13 декабря. Утро вставало туманное, как бы нехотя вставало солнце, изредка освещая землю своими благодатными лучами. Мы, не спавшие всю ночь, решили сегодня купить лошадей и присоединиться к общей массе, двигавшейся на восток. Муж и Малиневский чуть свет пошли искать лошадей в соседнюю деревню, лежавшую на запад от нашего места стоянки. Два часа дня. Никто еще не притронулся к пище. Вещи наши были уже сложены, и мы ждали мужа и Малиневского. Тесно было в вагоне, хотелось простора, свободы, чувствовалось так, как будто сердцу было тесно и оно хочет одним ударом порвать связывавшие его оковы. Я и Ляля вышли из вагона. Около поезда царило беспокойство. Все уже знали, что эшелон дальше не идет.
Вагон-магазин, где хранились запасы, был открыт, оттуда выбрасывали вещи: куски сукна, полотна, сапоги, кожа, бочонки масла, мясо. Проходившие мимо отступавшие, вернее, бежавшие с фронта солдаты гурьбой толпились около вагона-магазина. Хватали наперебой летевшие из вагона вещи, рвали, резали перочинным ножом сукно, полотно, сапоги закидывали на плечо, разрубали шашками бочонки с маслом и ели его жадно.

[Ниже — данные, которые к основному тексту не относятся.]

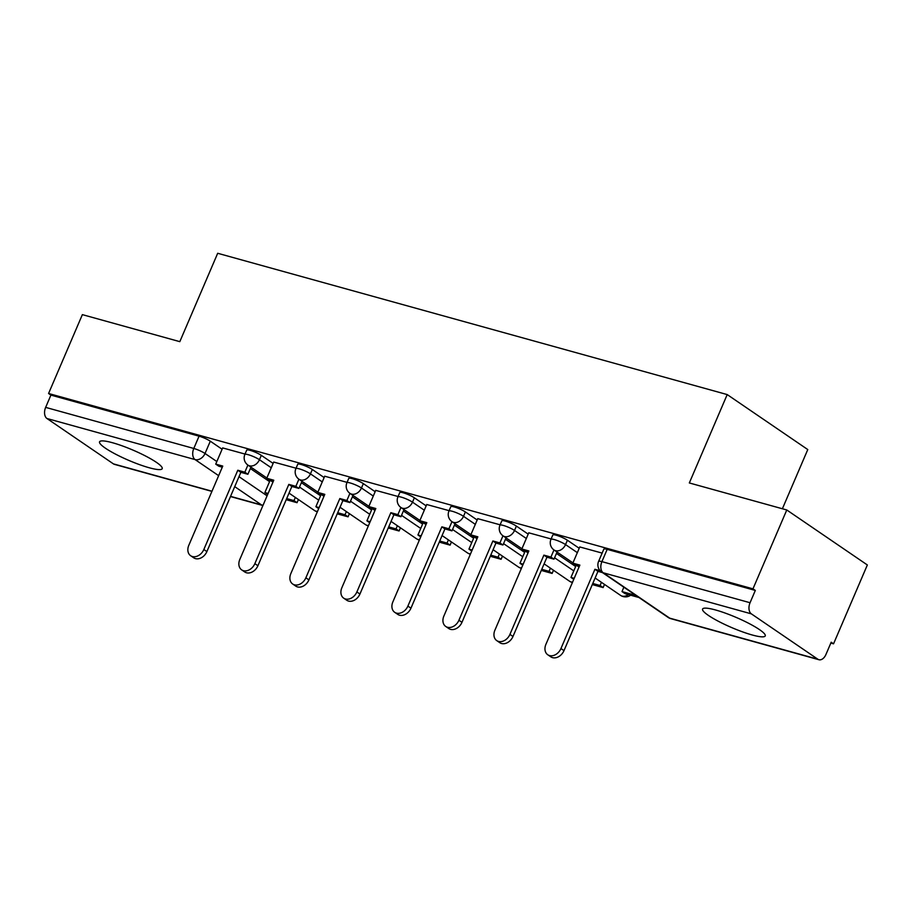 <?xml version="1.0" encoding="UTF-8"?>
<svg xmlns="http://www.w3.org/2000/svg" width="913" height="913" viewBox="0 0 913 913"><rect width="100%" height="100%" fill="white"/><g stroke="black" fill="none" stroke-linecap="round" stroke-linejoin="round"><path stroke-width="1.37" d="M273.124 463.405L261.312 455.347A8.742 1.427 -156.8 0 0 250.071 450.326A8.742 1.427 -156.8 0 0 246.738 450.086L244.867 454.446A8.742 1.427 23.2 0 1 248.199 454.685A8.742 1.427 23.2 0 1 259.44 459.707L271.252 467.764M324.138 477.556L312.326 469.499A8.742 1.427 -156.8 0 0 301.085 464.477A8.742 1.427 -156.8 0 0 297.752 464.238L295.88 468.597A8.742 1.427 23.2 0 1 299.224 468.837A8.742 1.427 23.2 0 1 310.454 473.858L322.266 481.916M375.152 491.696L363.34 483.639A8.742 1.427 -156.8 0 0 352.098 478.617A8.742 1.427 -156.8 0 0 348.766 478.389L346.894 482.749A8.742 1.427 23.2 0 1 350.238 482.977A8.742 1.427 23.2 0 1 361.468 487.999L373.28 496.056M426.166 505.848L414.354 497.79A8.742 1.427 -156.8 0 0 403.124 492.769A8.742 1.427 -156.8 0 0 399.78 492.529L397.92 496.889A8.742 1.427 23.2 0 1 401.252 497.129A8.742 1.427 23.2 0 1 412.493 502.15L424.294 510.207M477.179 519.999L465.379 511.942A8.742 1.427 -156.8 0 0 454.138 506.92A8.742 1.427 -156.8 0 0 450.794 506.681L448.934 511.04A8.742 1.427 23.2 0 1 452.266 511.28A8.742 1.427 23.2 0 1 463.507 516.302L475.319 524.359M528.193 534.139L516.393 526.082A8.742 1.427 -156.8 0 0 505.151 521.061A8.742 1.427 -156.8 0 0 501.819 520.832L499.947 525.192A8.742 1.427 23.2 0 1 503.28 525.42A8.742 1.427 23.2 0 1 514.521 530.442L526.333 538.499M579.219 548.291L567.407 540.234A8.742 1.427 -156.8 0 0 556.165 535.212A8.742 1.427 -156.8 0 0 552.833 534.972L550.961 539.332A8.742 1.427 23.2 0 1 554.294 539.572A8.742 1.427 23.2 0 1 565.535 544.593L577.347 552.65M752.232 634.991A34.089 5.558 -156.8 0 0 765.242 635.916A34.089 5.558 -156.8 0 0 749.208 623.579A34.089 5.558 -156.8 0 0 715.587 609.987A34.089 5.558 -156.8 0 0 702.576 609.062A34.089 5.558 -156.8 0 0 718.611 621.399A34.089 5.558 -156.8 0 0 752.232 634.991M149.207 467.753A34.089 5.558 -156.8 0 0 162.206 468.677A34.089 5.558 -156.8 0 0 146.183 456.34A34.089 5.558 -156.8 0 0 112.561 442.748A34.089 5.558 -156.8 0 0 99.551 441.824A34.089 5.558 -156.8 0 0 115.586 454.16A34.089 5.558 -156.8 0 0 149.207 467.753M830.83 643.072L833.546 643.825L831.195 642.216L825.934 654.507A8.742 5.512 105.5 0 1 818.904 659.722A8.742 5.512 105.5 0 1 817.843 659.22L751.353 613.856L603.219 572.782L669.697 618.147L817.843 659.22M782.395 508.758L807.777 449.561L727.205 394.576L689.326 482.954L786.778 509.979L752.974 588.839L48.572 393.492L82.364 314.631L179.815 341.656L217.693 253.278L727.205 394.576M786.778 509.979L867.35 564.964L833.546 643.825M211.907 491.388L114.49 464.375A8.742 5.512 -74.5 0 1 113.429 463.884L46.951 418.508A8.742 5.512 -74.5 0 1 45.65 407.381L50.911 395.101L199.057 436.174A8.742 1.427 23.2 0 1 210.298 441.196L222.11 449.253M250.356 468.529L269.552 481.642M50.911 395.101L48.572 393.492M755.325 590.437L607.179 549.364A8.742 1.427 -156.8 0 0 603.847 549.124L598.586 561.404A8.742 1.427 23.2 0 1 601.918 561.643L750.052 602.728L755.325 590.437L752.974 588.839M750.052 602.728A8.742 5.512 105.5 0 0 751.353 613.856M602.146 553.095L579.789 546.955M551.121 538.955L528.764 532.815M500.107 524.804L477.75 518.664M449.093 510.652L426.736 504.512M398.079 496.512L375.722 490.372M347.066 482.361L324.708 476.221M296.052 468.209L273.695 462.069M301.37 482.68L320.577 495.782M352.384 496.832L371.591 509.933M403.398 510.972L422.605 524.085M454.412 525.123L473.619 538.225M505.437 539.275L524.633 552.376M556.451 553.415L575.647 566.528M245.038 454.069L222.681 447.929M560.947 648.538L563.994 650.627A10.054 7.635 124.3 0 1 550.813 656.835L547.754 654.758A10.054 7.635 -55.7 0 0 560.947 648.538L594.911 569.278L600.138 570.728M579.801 546.91L572.839 563.15L579.869 565.101L545.906 644.361A10.054 7.635 -55.7 0 0 547.754 654.758M572.839 563.15L575.898 565.238L579.401 566.208M623.864 587.207L621.993 591.578L625.051 593.655L638.986 597.524M621.993 591.578L635.927 595.436M563.994 650.627L597.969 571.355L602.477 572.611M597.969 571.355L594.911 569.278M509.933 634.387L512.98 636.475A10.054 7.635 124.3 0 1 499.799 642.695L496.74 640.606A10.054 7.635 -55.7 0 0 509.933 634.387L543.897 555.127L550.927 557.078L553.986 559.167L557.044 552.023M528.787 532.758L521.825 549.01L528.855 550.961L494.892 630.221A10.054 7.635 -55.7 0 0 496.74 640.606M521.825 549.01L524.884 551.087L528.387 552.068M553.986 549.946L550.927 557.078M592.309 584.582L603.139 587.584L604.497 584.411M592.777 583.475L600.081 585.495L603.139 587.584M576.171 565.318L570.979 577.427L574.209 578.317M570.979 577.427L573.775 579.333M601.439 582.323L600.081 585.495M512.98 636.475L546.955 557.215L553.986 559.167M546.955 557.215L543.897 555.127M458.919 620.247L461.967 622.324A10.054 7.635 124.3 0 1 448.785 628.543L445.727 626.455A10.054 7.635 -55.7 0 0 458.919 620.247L492.883 540.987L499.913 542.927L502.972 545.015L506.03 537.883M477.773 518.607L470.811 534.858L477.841 536.81L443.866 616.07A10.054 7.635 -55.7 0 0 445.727 626.455M470.811 534.858L473.87 536.947L477.373 537.917M502.972 535.794L499.913 542.927M541.295 570.431L552.125 573.432L553.483 570.26M541.763 569.324L549.067 571.344L552.125 573.432M525.158 551.167L519.965 563.275L523.195 564.177M519.965 563.275L522.761 565.181M550.425 568.171L549.067 571.344M461.967 622.324L495.942 543.064L502.972 545.015M495.942 543.064L492.883 540.987M407.894 606.095L410.953 608.184A10.054 7.635 124.3 0 1 397.76 614.392L394.713 612.315A10.054 7.635 -55.7 0 0 407.894 606.095L441.869 526.835L448.899 528.787L451.958 530.864L455.016 523.731M426.759 504.467L419.797 520.707L426.828 522.658L392.852 601.918A10.054 7.635 -55.7 0 0 394.713 612.315M419.797 520.707L422.845 522.795L426.348 523.765M451.958 521.643L448.899 528.787M490.27 556.279L501.1 559.281L502.47 556.108M490.749 555.172L498.053 557.204L501.1 559.281M474.132 537.015L468.951 549.135L472.181 550.025M468.951 549.135L471.747 551.041M499.411 554.031L498.053 557.204M410.953 608.184L444.928 528.912L451.958 530.864M444.928 528.912L441.869 526.835M356.88 591.944L359.939 594.032A10.054 7.635 124.3 0 1 346.746 600.252L343.699 598.163A10.054 7.635 -55.7 0 0 356.88 591.944L390.855 512.684L397.885 514.635L400.944 516.724L404.003 509.58M375.745 490.315L368.784 506.567L375.814 508.518L341.839 587.778A10.054 7.635 -55.7 0 0 343.699 598.163M368.784 506.567L371.831 508.644L375.334 509.625M400.944 507.502L397.885 514.635M439.256 542.139L450.086 545.141L451.444 541.968M439.735 541.032L447.039 543.052L450.086 545.141M423.118 522.875L417.926 534.984L421.167 535.874M417.926 534.984L420.733 536.89M448.397 539.88L447.039 543.052M359.939 594.032L393.902 514.772L400.944 516.724M393.902 514.772L390.855 512.684M305.866 577.803L308.925 579.881A10.054 7.635 124.3 0 1 295.732 586.1L292.685 584.012A10.054 7.635 -55.7 0 0 305.866 577.803L339.841 498.544L346.872 500.484L349.919 502.572L352.977 495.439M324.731 476.164L317.77 492.415L324.8 494.367L290.825 573.626A10.054 7.635 -55.7 0 0 292.685 584.012M317.77 492.415L320.817 494.504L324.32 495.474M349.93 493.351L346.872 500.484M388.242 527.988L399.072 530.989L400.43 527.817M388.721 526.881L396.025 528.901L399.072 530.989M372.105 508.724L366.912 520.832L370.142 521.734M366.912 520.832L369.708 522.738M397.383 525.728L396.025 528.901M308.925 579.881L342.889 500.621L349.919 502.572M342.889 500.621L339.841 498.544M254.853 563.652L257.911 565.74A10.054 7.635 124.3 0 1 244.718 571.949L241.66 569.872A10.054 7.635 -55.7 0 0 254.853 563.652L288.828 484.392L295.858 486.344L298.905 488.421L301.963 481.288M273.717 462.024L266.744 478.264L273.774 480.215L239.811 559.475A10.054 7.635 -55.7 0 0 241.66 569.872M266.744 478.264L269.803 480.352L273.307 481.322M298.916 479.199L295.858 486.344M337.228 513.836L348.058 516.838L349.417 513.665M337.696 512.729L345 514.761L348.058 516.838M321.091 494.572L315.898 506.692L319.128 507.582M315.898 506.692L318.694 508.598M346.369 511.588L345 514.761M257.911 565.74L291.875 486.469L298.905 488.421M291.875 486.469L288.828 484.392M203.839 549.5L206.886 551.589A10.054 7.635 124.3 0 1 193.704 557.809L190.646 555.72A10.054 7.635 -55.7 0 0 203.839 549.5L237.802 470.241L244.844 472.192L247.891 474.281L250.949 467.136M222.692 447.872L215.73 464.124L222.761 466.075L188.797 545.335A10.054 7.635 -55.7 0 0 190.646 555.72M215.73 464.124L218.789 466.201L222.293 467.182M247.902 465.059L244.844 472.192M286.214 499.696L297.045 502.698L298.403 499.525M286.682 498.589L293.986 500.609L297.045 502.698M270.077 480.432L264.884 492.541L268.114 493.431M264.884 492.541L267.68 494.447M295.344 497.437L293.986 500.609M206.886 551.589L240.861 472.329L247.891 474.281M240.861 472.329L237.802 470.241M261.312 455.347L259.44 459.707A8.742 6.631 124.3 0 1 249.5 465.813A8.742 6.631 -55.7 0 1 247.971 465.116L266.858 478.001M312.326 469.499L310.454 473.858A8.742 6.631 124.3 0 1 300.525 479.964A8.742 6.631 -55.7 0 1 298.996 479.257L317.884 492.153M363.34 483.639L361.468 487.999A8.742 6.631 124.3 0 1 351.539 494.116A8.742 6.631 -55.7 0 1 350.01 493.408L368.898 506.293M414.354 497.79L412.493 502.15A8.742 6.631 124.3 0 1 402.553 508.256A8.742 6.631 -55.7 0 1 401.024 507.56L419.912 520.444M465.379 511.942L463.507 516.302A8.742 6.631 124.3 0 1 453.567 522.407A8.742 6.631 -55.7 0 1 452.038 521.7L470.925 534.596M516.393 526.082L514.521 530.442A8.742 6.631 124.3 0 1 504.581 536.559A8.742 6.631 -55.7 0 1 503.052 535.851L521.939 548.736M567.407 540.234L565.535 544.593A8.742 6.631 124.3 0 1 555.595 550.699A8.742 6.631 -55.7 0 1 554.065 550.003L572.953 562.887M210.298 441.196L205.026 453.487L216.838 461.544M239.001 476.666L267.087 495.827M230.555 496.364L261.575 504.957L234.721 486.64M218.652 475.673L195.097 459.593L46.951 418.508M113.429 463.884L211.987 491.217M299.498 487.04L318.705 500.141M350.512 501.191L369.719 514.293M401.537 515.331L420.733 528.444M452.551 529.483L471.747 542.584M503.565 543.634L522.761 556.736M554.579 557.775L573.786 570.887M630.632 595.208A8.742 8.742 0 0 1 620.555 595.367A8.742 6.631 -55.7 0 0 622.084 596.075A8.742 6.631 -55.7 0 0 628.372 594.58M572.417 582.494A8.742 8.742 0 0 1 569.529 581.216A8.742 6.631 -55.7 0 0 571.059 581.923A8.742 6.631 -55.7 0 0 572.577 582.129M521.403 568.343A8.742 8.742 0 0 1 518.516 567.064A8.742 6.631 -55.7 0 0 520.045 567.772A8.742 6.631 -55.7 0 0 521.563 567.977M470.389 554.202A8.742 8.742 0 0 1 467.502 552.924A8.742 6.631 -55.7 0 0 469.031 553.632A8.742 6.631 -55.7 0 0 470.549 553.826M419.375 540.051A8.742 8.742 0 0 1 416.488 538.773A8.742 6.631 -55.7 0 0 418.017 539.48A8.742 6.631 -55.7 0 0 419.535 539.686M368.361 525.899A8.742 8.742 0 0 1 365.474 524.621A8.742 6.631 -55.7 0 0 367.003 525.329A8.742 6.631 -55.7 0 0 368.521 525.534M317.347 511.759A8.742 8.742 0 0 1 314.46 510.481A8.742 6.631 -55.7 0 0 315.989 511.189A8.742 6.631 -55.7 0 0 317.496 511.383M607.179 549.364L601.918 561.643A8.742 5.512 -74.5 0 0 603.219 572.782A8.742 6.631 124.3 0 1 601.69 572.074L668.168 617.439A8.742 8.742 0 0 0 670.758 618.637L818.904 659.722M199.057 436.174L193.796 448.466A8.742 1.427 23.2 0 1 205.026 453.487A8.742 6.631 -55.7 0 1 195.097 459.593A8.742 5.512 -74.5 0 1 193.796 448.466L45.65 407.381M263.092 505.163A8.742 6.631 -55.7 0 1 261.575 504.957A8.742 5.512 105.5 0 0 262.636 505.46A8.742 8.742 0 0 0 262.933 505.54M670.758 618.637A8.742 5.512 105.5 0 1 669.697 618.147A8.742 6.631 124.3 0 1 668.168 617.439M620.555 595.367L595.116 578.009M579.047 567.041L576.754 565.478M550.961 539.332A8.742 8.742 0 0 0 554.065 550.003M569.529 581.216L544.102 563.857M528.034 552.89L525.74 551.326M499.947 525.192A8.742 8.742 0 0 0 503.052 535.851M518.516 567.064L493.088 549.717M477.008 538.75L474.726 537.186M448.934 511.04A8.742 8.742 0 0 0 452.038 521.7M467.502 552.924L442.075 535.566M425.994 524.598L423.712 523.035M397.92 496.889A8.742 8.742 0 0 0 401.024 507.56M416.488 538.773L391.061 521.414M374.981 510.447L372.687 508.883M346.894 482.749A8.742 8.742 0 0 0 350.01 493.408M365.474 524.621L340.047 507.274M323.967 496.307L321.673 494.743M295.88 468.597A8.742 8.742 0 0 0 298.996 479.257M314.46 510.481L289.022 493.123M272.953 482.155L270.659 480.592M244.867 454.446A8.742 8.742 0 0 0 247.971 465.116M230.487 496.546L262.636 505.46M598.586 561.404A8.742 8.742 0 0 0 601.69 572.074"/></g></svg>

Кто набирал много – так, что не мог нести, отходил в сторону и продавал по очень низкой цене беженцам, едущим и идущим. Я и Ляля смотрели стоя в стороне на этот разгром. Из типографии выбрасывали шрифт. Хотели уничтожить все, чтобы большевикам ничего не оставить. Поезд разгружался, люди, бросив часть вещей, уезжали, а по вагонам лазили солдаты, рылись в оставленных вещах, выбирая нужные, более ценные, разбрасывая во все стороны одежду, обувь и вещи домашнего обихода. Мы слышали, как они говорили, что большевики уже в 20 верстах. Снова пришли со стороны Колывани и «отрезали» часть эшелонов.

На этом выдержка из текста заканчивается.